Visual Voyages: A Postcard Treasury of Global Exploration

Postcards may seem like tourist mementos today, but they were actually an innovative form of communication prior to 1900. Postcards helped create global networks of exchange while simultaneously serving as cultural histories.

Postcards have long been used as tools of business promotion, political support and social activism – this collection exemplifies their historical significance while showing their ability to spark curiosity and provoke thought.

STORIES FROM AROUND THE WORLD

Postcards offer an intriguing glimpse into cultural life at specific moments in history, capturing ideas and images which would otherwise remain obscure. While today postcards may serve mainly as cheap souvenirs of travel or collectors’ items, postcards have historically represented one of the primary forms of human exchange artifacts. They record an array of data such as captions, colorized photographs (unlike black-and-white prints), postal codes, dates, messages and correspondence advertisements – providing historical evidence in miniature form.

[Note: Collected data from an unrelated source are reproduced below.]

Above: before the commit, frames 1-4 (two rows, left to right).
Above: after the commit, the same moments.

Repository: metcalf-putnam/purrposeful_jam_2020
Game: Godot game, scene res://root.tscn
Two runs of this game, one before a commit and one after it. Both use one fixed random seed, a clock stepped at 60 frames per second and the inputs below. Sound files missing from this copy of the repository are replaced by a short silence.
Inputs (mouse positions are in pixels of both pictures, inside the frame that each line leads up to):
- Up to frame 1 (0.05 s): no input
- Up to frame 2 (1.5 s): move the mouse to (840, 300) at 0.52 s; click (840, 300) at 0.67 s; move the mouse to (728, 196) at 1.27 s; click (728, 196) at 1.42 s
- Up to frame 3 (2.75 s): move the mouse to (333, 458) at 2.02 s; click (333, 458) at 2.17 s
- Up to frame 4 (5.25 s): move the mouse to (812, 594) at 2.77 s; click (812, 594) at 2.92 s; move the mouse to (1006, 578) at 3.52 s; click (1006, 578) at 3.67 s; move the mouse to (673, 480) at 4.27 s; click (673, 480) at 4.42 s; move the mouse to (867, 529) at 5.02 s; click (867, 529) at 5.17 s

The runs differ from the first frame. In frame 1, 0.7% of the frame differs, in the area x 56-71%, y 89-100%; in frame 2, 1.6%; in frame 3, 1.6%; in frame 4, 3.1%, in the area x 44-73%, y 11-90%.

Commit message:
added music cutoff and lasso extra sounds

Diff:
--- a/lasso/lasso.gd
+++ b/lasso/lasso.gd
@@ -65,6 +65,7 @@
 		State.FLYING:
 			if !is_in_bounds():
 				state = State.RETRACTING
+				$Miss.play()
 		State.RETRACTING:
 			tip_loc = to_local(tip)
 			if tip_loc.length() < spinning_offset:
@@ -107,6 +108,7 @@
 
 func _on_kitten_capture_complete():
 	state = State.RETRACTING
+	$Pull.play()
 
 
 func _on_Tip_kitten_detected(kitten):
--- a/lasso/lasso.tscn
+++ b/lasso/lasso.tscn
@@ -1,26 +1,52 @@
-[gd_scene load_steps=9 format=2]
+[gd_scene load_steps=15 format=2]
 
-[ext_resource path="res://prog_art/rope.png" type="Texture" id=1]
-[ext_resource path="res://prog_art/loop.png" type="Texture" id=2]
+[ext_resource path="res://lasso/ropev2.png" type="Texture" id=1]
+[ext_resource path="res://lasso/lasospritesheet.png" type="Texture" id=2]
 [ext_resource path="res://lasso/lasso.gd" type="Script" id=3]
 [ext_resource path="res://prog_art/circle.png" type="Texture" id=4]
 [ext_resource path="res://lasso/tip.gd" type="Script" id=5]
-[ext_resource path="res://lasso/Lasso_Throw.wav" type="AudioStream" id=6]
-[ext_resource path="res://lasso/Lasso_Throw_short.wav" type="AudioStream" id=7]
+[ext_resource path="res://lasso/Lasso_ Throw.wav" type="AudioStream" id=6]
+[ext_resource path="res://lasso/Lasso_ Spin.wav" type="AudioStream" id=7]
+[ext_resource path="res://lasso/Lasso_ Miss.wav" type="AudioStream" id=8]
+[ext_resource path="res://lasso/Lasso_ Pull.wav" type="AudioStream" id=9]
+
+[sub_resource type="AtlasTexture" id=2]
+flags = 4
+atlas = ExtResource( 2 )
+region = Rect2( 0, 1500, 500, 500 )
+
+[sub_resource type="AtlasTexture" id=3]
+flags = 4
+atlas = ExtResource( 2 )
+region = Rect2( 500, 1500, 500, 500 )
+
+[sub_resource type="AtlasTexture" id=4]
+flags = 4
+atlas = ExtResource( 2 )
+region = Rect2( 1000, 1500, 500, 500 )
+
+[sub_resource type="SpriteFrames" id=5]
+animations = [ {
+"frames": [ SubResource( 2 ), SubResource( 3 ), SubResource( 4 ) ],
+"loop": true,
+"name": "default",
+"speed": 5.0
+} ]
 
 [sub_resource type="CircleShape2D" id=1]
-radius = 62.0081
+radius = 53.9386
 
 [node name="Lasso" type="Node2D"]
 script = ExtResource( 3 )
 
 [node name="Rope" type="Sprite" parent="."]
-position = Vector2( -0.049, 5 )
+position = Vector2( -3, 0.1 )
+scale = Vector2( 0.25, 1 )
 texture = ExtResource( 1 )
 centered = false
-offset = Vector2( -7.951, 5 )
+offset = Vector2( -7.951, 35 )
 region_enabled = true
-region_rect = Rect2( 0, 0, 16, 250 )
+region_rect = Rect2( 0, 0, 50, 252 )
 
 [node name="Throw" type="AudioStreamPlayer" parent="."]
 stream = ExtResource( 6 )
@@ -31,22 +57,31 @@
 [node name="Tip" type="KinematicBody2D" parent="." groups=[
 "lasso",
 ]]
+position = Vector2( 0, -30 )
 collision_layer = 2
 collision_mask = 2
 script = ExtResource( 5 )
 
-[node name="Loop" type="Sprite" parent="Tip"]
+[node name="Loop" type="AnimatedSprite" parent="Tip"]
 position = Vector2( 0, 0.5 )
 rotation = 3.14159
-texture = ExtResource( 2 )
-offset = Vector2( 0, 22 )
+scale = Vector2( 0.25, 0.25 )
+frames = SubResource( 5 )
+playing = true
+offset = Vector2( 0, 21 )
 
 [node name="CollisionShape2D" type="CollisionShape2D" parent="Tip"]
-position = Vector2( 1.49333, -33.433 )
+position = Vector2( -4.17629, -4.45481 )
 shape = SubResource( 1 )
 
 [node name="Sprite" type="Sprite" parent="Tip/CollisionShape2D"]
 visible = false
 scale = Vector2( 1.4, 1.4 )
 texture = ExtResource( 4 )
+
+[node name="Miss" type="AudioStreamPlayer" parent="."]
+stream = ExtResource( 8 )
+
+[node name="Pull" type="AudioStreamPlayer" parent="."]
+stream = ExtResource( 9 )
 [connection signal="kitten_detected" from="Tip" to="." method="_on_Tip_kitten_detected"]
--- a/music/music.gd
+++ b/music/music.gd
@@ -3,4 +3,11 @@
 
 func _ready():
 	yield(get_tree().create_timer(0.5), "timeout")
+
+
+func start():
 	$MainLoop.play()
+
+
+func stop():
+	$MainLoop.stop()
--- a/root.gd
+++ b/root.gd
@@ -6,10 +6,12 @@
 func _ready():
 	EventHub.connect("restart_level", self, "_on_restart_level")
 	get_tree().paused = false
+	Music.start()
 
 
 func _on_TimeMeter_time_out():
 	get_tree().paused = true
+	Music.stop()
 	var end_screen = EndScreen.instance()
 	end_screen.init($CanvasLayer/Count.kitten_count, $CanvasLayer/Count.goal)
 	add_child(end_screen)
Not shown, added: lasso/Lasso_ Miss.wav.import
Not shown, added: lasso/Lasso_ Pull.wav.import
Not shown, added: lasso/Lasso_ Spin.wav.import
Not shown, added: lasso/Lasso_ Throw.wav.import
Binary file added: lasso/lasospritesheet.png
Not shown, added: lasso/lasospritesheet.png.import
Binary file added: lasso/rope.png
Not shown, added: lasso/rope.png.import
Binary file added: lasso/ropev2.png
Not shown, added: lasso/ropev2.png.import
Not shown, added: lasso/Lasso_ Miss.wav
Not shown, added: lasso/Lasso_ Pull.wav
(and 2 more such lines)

Postcard mania reached its height around 1900, when large historical and cultural themes could often be seen playing out through postcards: urbanization; immigration; changing views on women in society; technological innovation; global events like World War I – all documented through billions of postcards produced, sold, sent out or collected as “social archives.” As such they provide powerful links between local and global networks; accumulate value or lose it over time in new discursive contexts; foster family ties across generations, connect communities in dispersion while serving as inspiration sources for artists and designers alike.

Postcards can also serve as an invaluable teaching aid for students conducting ethnographic fieldwork. Postcards allow them to compare visual imagination with experiences in the field and identify disconcordance between what their expected research site to look like and what actually exists there.

PERSPECTIVES ON TRAVEL

Travel can broaden and broaden one’s perspective of the world. Travel broadens and deepens people’s horizons while strengthening adaptability, helping people appreciate different points of views, experiences (good and bad), and shaping your character. No wonder then that postcards have long been used as an aid in sharing travel adventures with loved ones who couldn’t attend themselves!

Postcards serve as a global medium, creating new connections across cities and nations alike. At The Newberry Library, their extensive collection of postcards from around the world demonstrates their use for commercial and social purposes as well as serving as an important source for studying history, culture and art.

This exhibition showcases an assortment of postcards depicting world landmarks and picturesque scenes, as well as those that document specific cities’ histories. Vintage Buffalo postcards illustrate its path from industrial past to cultural revival; showing resilience and innovation throughout a city that thrives and thrives today.

This collection of postcards not only contains visual content but also administrative records from Chicago-based Curt Teich Company – one of the major producers in the 20th century – that provide researchers with administrative records pertaining to production archives used for postcard production and circulation as well as exploring its social anthropology which has been employed as an ethnography tool.

PERSPECTIVES ON CULTURE

One hundred years ago, postcards were an incredibly popular and innovative social object that combined photographic images with text into physical objects that could be sent long distances – connecting into global circulation networks of print media. Postcards served as an important form of communication that helped build local and global networks among friends, families, businesses, industries and reworked photographic images into multiple discursive contexts.

Postcards are iconic travelling objects that span space and time, accruing or losing value and significance with each change of ownership, before eventually being collected into archives, exhibitions, flea market collector fairs or online collections. This exhibition uses both archival research as well as public sharing of postcards among collectors to present an album of images which demonstrate how global cultures were connected through these small yet powerful objects in early twentieth century.

This collection consists of postcards that depict overtly political subjects such as suffrage, temperance and anti-racist movements; Ku Klux Klan; and lynchings, among many other topics. Furthermore, production archives mainly from Curt Teich Company offer useful material on postcard production processes; this allows the exhibit to explore how these postcards were influenced by producers who expressed their social and cultural beliefs through images they selected to publish.

PERSPECTIVES ON HISTORY

Postcards serve as objects of personal expression and global communication, offering students an exclusive window into specific periods in history while prompting analytical clarity. Long considered popular means of connecting with family, friends and acquaintances; postcards serve as an effective medium to promote tourism, sell business products or engage in social activism – this collection of postcards demonstrates how diverse cultures express themselves through postcards.

Postcards have long been associated with European colonies, yet their vast amount of data reveals much more than just colonial influence. For instance, this collection features postcards depicting various global disasters from early 1900s such as China’s 1920 Gansu Earthquake which claimed over 200,000 lives to smaller events such as Chile’s 1906 Valparaiso Earthquake that caused no deaths.

This exhibition highlights how Europeans employed postcards as temporary communications to establish notions of empire. Postcards showing Indian servants mimicking domestic habits of their masters illustrate complex discourses around racialized hierarchy, shifting social status and colonial anxiety. Drawing upon Lauder Archive collections this show illuminates how these postcards were utilized across cultures at specific points in history.